- Work instruction
Within the material below, locate the line with "20, 74, 26]" and the line with "[6, 4, 36, 36]", then return those two lines and all lines between them, exactly as written.

#####

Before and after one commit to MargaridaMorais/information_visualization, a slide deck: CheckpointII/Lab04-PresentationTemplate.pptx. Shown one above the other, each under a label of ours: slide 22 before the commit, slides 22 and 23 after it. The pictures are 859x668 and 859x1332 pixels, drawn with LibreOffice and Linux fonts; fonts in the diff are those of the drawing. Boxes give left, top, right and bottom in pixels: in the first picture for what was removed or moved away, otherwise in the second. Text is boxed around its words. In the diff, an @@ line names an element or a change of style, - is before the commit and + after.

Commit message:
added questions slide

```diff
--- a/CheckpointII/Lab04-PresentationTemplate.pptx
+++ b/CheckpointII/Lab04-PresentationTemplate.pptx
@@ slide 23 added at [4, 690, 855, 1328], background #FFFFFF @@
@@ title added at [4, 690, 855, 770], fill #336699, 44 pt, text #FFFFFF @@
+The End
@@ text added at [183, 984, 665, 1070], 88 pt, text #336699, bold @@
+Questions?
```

#####

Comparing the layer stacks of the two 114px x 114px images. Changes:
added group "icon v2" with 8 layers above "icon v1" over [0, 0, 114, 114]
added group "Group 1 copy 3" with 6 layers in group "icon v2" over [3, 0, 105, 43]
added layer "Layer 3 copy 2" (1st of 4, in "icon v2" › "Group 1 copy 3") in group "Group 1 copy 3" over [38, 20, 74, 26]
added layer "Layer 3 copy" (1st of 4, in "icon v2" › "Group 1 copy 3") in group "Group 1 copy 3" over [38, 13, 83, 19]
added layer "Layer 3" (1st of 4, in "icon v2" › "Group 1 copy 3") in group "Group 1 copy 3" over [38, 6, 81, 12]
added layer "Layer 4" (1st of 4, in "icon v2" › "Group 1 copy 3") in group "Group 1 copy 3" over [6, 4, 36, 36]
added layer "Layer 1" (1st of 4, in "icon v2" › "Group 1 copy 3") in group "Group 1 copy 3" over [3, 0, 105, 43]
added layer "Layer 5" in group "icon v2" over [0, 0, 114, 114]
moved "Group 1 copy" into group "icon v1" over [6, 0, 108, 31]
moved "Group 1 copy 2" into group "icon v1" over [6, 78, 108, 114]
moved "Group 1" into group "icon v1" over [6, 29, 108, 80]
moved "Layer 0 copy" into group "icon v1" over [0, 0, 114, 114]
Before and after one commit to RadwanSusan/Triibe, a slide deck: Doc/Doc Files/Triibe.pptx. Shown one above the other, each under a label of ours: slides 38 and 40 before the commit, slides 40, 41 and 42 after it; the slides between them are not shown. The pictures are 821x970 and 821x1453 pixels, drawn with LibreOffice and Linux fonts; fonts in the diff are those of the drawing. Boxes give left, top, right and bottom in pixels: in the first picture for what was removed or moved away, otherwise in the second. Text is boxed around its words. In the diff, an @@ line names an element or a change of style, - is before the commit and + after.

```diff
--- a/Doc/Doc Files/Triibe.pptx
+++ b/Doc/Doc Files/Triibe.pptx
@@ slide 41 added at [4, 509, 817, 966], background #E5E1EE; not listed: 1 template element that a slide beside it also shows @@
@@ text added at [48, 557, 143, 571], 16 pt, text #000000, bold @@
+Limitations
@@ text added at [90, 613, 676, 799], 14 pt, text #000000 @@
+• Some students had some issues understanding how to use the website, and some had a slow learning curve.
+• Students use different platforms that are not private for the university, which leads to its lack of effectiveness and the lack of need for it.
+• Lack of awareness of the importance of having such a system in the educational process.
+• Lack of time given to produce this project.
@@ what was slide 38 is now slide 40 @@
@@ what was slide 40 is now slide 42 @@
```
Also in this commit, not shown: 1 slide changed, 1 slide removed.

#####

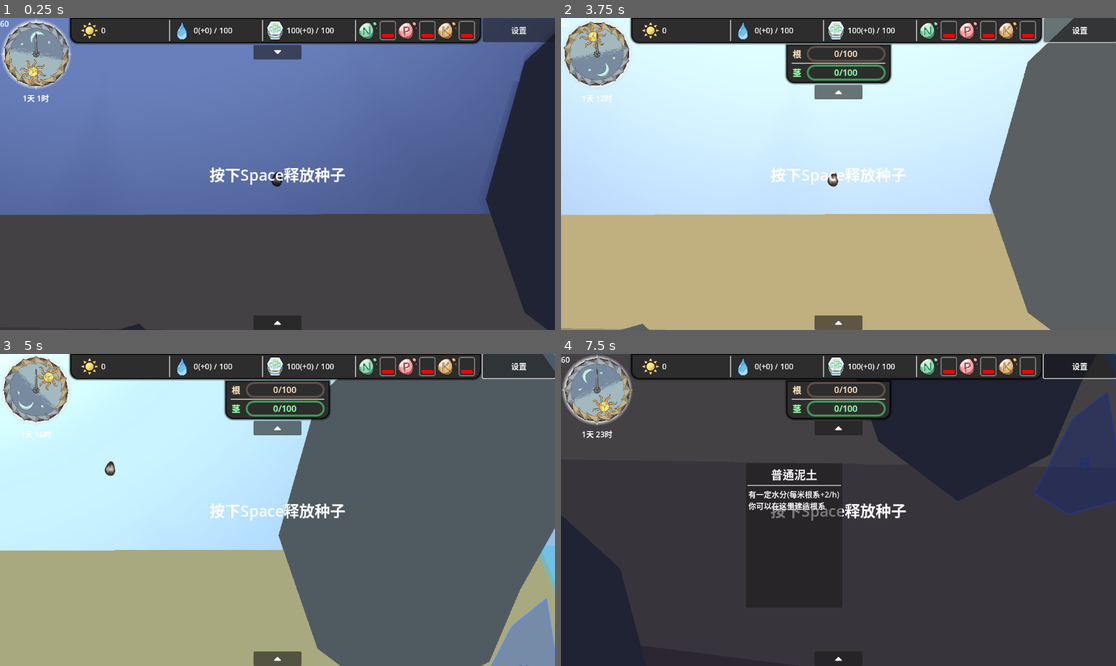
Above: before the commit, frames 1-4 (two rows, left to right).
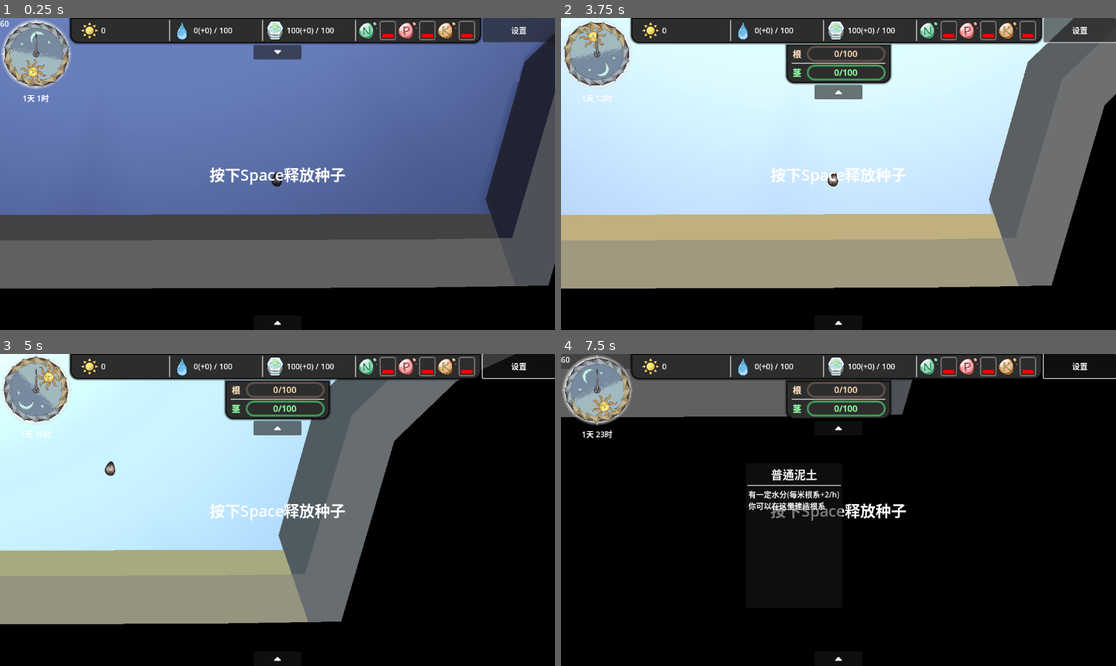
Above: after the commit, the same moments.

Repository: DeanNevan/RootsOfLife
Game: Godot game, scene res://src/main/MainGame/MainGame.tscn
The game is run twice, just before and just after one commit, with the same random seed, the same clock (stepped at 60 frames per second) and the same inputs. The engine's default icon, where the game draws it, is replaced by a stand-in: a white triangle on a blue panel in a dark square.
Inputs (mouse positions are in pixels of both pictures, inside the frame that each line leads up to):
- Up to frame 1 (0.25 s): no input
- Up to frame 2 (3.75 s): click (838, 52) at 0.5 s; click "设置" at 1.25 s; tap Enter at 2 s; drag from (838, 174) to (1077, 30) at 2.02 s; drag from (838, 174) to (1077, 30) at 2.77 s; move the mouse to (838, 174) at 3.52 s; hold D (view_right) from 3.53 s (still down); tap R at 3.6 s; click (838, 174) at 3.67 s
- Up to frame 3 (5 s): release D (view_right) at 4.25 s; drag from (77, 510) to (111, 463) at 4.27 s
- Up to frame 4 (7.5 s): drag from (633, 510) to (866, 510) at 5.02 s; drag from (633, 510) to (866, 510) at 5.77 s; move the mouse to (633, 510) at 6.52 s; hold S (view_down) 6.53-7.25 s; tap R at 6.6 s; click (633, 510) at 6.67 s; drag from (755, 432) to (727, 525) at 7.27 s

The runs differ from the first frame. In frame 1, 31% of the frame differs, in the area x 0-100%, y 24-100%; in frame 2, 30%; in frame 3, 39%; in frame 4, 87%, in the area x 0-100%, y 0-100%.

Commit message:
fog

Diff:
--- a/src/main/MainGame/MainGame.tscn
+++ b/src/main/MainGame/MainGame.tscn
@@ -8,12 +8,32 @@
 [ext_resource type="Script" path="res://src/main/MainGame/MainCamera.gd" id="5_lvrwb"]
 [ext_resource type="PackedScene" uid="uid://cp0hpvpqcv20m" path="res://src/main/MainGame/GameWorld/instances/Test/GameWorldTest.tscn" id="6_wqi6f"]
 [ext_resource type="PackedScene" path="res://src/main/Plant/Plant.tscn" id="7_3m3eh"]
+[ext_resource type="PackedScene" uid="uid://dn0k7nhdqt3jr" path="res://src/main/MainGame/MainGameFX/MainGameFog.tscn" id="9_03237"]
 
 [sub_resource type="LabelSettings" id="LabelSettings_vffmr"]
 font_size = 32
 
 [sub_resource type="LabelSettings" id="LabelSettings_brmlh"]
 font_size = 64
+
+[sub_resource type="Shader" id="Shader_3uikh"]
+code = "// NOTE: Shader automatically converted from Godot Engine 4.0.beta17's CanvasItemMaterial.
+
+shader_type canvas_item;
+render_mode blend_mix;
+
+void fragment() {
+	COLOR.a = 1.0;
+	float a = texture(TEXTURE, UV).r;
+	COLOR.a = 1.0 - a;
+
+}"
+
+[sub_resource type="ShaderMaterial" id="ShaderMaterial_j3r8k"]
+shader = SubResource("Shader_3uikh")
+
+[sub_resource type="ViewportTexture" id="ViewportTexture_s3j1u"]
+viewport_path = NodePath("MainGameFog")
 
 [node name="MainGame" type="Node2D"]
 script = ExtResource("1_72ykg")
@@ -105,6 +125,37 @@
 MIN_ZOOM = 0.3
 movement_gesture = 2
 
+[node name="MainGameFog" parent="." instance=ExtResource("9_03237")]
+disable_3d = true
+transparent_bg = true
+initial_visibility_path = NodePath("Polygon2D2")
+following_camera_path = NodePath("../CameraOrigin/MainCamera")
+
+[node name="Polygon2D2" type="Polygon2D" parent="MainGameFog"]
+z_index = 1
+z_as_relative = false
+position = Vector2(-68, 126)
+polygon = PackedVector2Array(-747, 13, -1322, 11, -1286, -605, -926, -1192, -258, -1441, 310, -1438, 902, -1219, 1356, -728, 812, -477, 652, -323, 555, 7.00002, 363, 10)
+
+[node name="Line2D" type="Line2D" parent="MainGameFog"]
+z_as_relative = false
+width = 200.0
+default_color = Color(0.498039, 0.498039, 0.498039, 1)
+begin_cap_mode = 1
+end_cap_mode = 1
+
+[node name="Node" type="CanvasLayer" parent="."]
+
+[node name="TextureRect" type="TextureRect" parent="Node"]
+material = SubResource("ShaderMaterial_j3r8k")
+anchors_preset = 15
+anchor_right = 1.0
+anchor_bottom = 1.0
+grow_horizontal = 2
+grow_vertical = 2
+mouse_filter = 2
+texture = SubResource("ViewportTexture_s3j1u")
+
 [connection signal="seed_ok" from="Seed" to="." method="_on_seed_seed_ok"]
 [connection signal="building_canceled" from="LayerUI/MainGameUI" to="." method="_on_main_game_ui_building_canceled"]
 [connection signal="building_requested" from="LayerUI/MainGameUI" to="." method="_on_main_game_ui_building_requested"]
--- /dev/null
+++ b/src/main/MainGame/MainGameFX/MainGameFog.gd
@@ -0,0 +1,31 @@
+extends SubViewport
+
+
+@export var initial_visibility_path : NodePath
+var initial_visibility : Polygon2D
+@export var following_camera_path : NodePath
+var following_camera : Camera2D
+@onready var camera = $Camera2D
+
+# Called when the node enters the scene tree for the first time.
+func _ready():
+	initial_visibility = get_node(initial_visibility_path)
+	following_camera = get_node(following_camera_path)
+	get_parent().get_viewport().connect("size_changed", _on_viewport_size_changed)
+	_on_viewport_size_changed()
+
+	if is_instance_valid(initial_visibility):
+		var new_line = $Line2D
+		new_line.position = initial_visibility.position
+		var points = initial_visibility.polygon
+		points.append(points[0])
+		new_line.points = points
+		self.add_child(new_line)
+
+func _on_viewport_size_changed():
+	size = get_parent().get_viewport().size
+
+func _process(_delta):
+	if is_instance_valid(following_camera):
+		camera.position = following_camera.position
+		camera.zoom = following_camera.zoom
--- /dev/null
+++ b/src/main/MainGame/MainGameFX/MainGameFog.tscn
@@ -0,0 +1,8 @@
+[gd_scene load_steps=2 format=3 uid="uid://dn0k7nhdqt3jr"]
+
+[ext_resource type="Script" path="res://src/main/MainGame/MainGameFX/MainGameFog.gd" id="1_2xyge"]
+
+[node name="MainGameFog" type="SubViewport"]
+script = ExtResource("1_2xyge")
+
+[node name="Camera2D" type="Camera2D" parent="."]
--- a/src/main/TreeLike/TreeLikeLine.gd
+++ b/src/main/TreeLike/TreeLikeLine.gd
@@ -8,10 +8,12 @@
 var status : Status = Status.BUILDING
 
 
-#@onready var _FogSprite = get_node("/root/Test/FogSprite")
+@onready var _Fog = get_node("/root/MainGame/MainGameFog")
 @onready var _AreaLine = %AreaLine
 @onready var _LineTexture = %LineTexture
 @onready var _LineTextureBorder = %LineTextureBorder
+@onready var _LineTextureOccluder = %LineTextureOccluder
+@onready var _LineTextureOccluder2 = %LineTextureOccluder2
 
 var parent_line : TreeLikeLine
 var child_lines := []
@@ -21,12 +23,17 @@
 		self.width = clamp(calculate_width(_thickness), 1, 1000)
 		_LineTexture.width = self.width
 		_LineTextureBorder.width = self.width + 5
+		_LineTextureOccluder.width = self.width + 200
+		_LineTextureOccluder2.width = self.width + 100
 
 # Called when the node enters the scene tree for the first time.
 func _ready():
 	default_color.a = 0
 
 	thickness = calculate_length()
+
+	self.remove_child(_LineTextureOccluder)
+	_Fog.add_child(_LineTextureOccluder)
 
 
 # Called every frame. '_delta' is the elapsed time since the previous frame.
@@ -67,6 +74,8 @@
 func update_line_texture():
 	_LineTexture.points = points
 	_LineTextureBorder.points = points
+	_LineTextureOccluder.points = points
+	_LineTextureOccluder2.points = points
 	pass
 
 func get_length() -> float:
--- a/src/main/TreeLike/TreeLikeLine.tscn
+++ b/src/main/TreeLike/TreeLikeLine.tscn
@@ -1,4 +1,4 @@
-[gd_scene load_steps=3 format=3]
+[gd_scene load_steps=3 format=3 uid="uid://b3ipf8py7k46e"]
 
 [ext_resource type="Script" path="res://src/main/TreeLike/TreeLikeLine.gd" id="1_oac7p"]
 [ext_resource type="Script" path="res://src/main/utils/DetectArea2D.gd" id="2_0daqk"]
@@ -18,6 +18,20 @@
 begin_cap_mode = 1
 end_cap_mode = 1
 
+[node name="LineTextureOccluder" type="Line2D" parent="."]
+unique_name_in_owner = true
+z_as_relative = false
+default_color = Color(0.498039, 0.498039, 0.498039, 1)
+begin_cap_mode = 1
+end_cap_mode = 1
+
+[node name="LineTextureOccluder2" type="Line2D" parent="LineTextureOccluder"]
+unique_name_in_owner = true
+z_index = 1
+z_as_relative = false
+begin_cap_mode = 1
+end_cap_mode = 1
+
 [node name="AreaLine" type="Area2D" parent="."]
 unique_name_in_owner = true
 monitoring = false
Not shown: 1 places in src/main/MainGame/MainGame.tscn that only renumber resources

#####

- Result below
added layer "Layer 3 copy 2" (1st of 4, in "icon v2" › "Group 1 copy 3") in group "Group 1 copy 3" over [38, 20, 74, 26]
added layer "Layer 3 copy" (1st of 4, in "icon v2" › "Group 1 copy 3") in group "Group 1 copy 3" over [38, 13, 83, 19]
added layer "Layer 3" (1st of 4, in "icon v2" › "Group 1 copy 3") in group "Group 1 copy 3" over [38, 6, 81, 12]
added layer "Layer 4" (1st of 4, in "icon v2" › "Group 1 copy 3") in group "Group 1 copy 3" over [6, 4, 36, 36]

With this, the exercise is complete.